Luring consumers to share location data is also a good idea, as one consumer survey for the travel sector suggests. The Boxever poll which included more than 507 U.S. consumers found out that over 60 percent of participants prefer personalized offers based on where they are and what they are doing. At the same time, 62 percent of respondents said they do not want to have their location tracked.
What marketers can do to encourage consumers to share location data is offer incentives in the form of discounts and cash rewards. Indeed, the Consumer Data Value Exchange report by Microsoft found that 64 percent of consumers are willing to exchange personal data for cash rewards. Some 49 percent would share data if offered significant discounts while 26 percent would exchange personal data for services that enable them to locate new products, content, and ideas. Consumers are less willing to share biometrics data (11 percent) than marital status, gender, and age (53 percent) and address and date of birth (56 percent).
While paid advertising can be an effective marketing strategy, brand loyalty is what makes customers keep coming back. It pays to look into the factors that help build loyalty and then focus on areas that need improvement.
A poll by KPMG that included 18,520 consumers reveals that product quality is the most important factor for 74 percent of customers, followed by value for money (66 percent), product consistency (65 percent), and customer service (56 percent). Other factors that influence brand loyalty include easy shopping experience (55 percent), product assortment and selection (55 percent), and pricing (54 percent). Loyal customers are more likely to leave positive feedback or recommend a brand or product. Indeed, the poll shows that 66 percent of consumers that consider themselves loyal to a brand are likely to write a positive review and 86 percent will recommend it to family and friends.
E-commerce businesses rely heavily on Instagram and Facebook ads, and there is a good reason for this – social media targeting is cost-effective, results in higher conversion rates, and increases inbound traffic.
With Apple’s latest update, however, it is in everyone’s best interest to find the right tactic to promote their brand and business and reach new customers. One way to go about this and get more marketing mileage out of your content is to diversify your budget between different forms of advertising, be it direct email, email marketing, web display ads, and social media ads.
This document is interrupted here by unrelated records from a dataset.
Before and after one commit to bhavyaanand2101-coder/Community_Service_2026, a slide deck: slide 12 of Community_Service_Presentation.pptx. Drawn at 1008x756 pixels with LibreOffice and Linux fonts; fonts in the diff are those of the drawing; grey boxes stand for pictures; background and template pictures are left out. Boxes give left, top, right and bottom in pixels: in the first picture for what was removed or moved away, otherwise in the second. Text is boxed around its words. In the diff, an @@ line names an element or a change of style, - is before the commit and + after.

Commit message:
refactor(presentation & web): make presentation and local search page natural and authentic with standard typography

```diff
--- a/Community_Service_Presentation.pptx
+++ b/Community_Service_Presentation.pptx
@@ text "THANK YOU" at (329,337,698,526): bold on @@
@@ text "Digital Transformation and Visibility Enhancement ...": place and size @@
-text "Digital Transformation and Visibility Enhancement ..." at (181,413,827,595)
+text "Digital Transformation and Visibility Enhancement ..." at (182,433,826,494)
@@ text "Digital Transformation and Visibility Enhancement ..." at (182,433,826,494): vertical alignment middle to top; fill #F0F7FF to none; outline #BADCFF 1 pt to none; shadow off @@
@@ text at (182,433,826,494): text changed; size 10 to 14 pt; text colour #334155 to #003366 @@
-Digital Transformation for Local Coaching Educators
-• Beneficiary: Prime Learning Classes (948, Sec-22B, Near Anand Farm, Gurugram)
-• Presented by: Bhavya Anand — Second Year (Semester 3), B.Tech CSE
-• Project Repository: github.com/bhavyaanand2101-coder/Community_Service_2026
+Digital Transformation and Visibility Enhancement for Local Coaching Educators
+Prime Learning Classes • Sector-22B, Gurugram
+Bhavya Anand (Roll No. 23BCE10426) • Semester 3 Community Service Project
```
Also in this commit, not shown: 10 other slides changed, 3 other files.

Being aware of changing and new opportunities and grabbing your chance is the key to success, especially in turbulent times. Testing different channels and formats allows you to analyze what works best and what should go and adapt as market shifts occur.
Focusing on what customers value – product quality and consistency, customer service, and seamless shopping experience – helps increase robustness to competition. Shopping cuts across geographic and political borders, mobile, the Internet, and the physical world. It’s everywhere you go. Algorithms evolve, the way privacy data is handled has changed, and people have also changed the way they shop. What customers want, knowingly or unconsciously, is a level of personalization, easy access, convenience, reliability, and freedom of choice.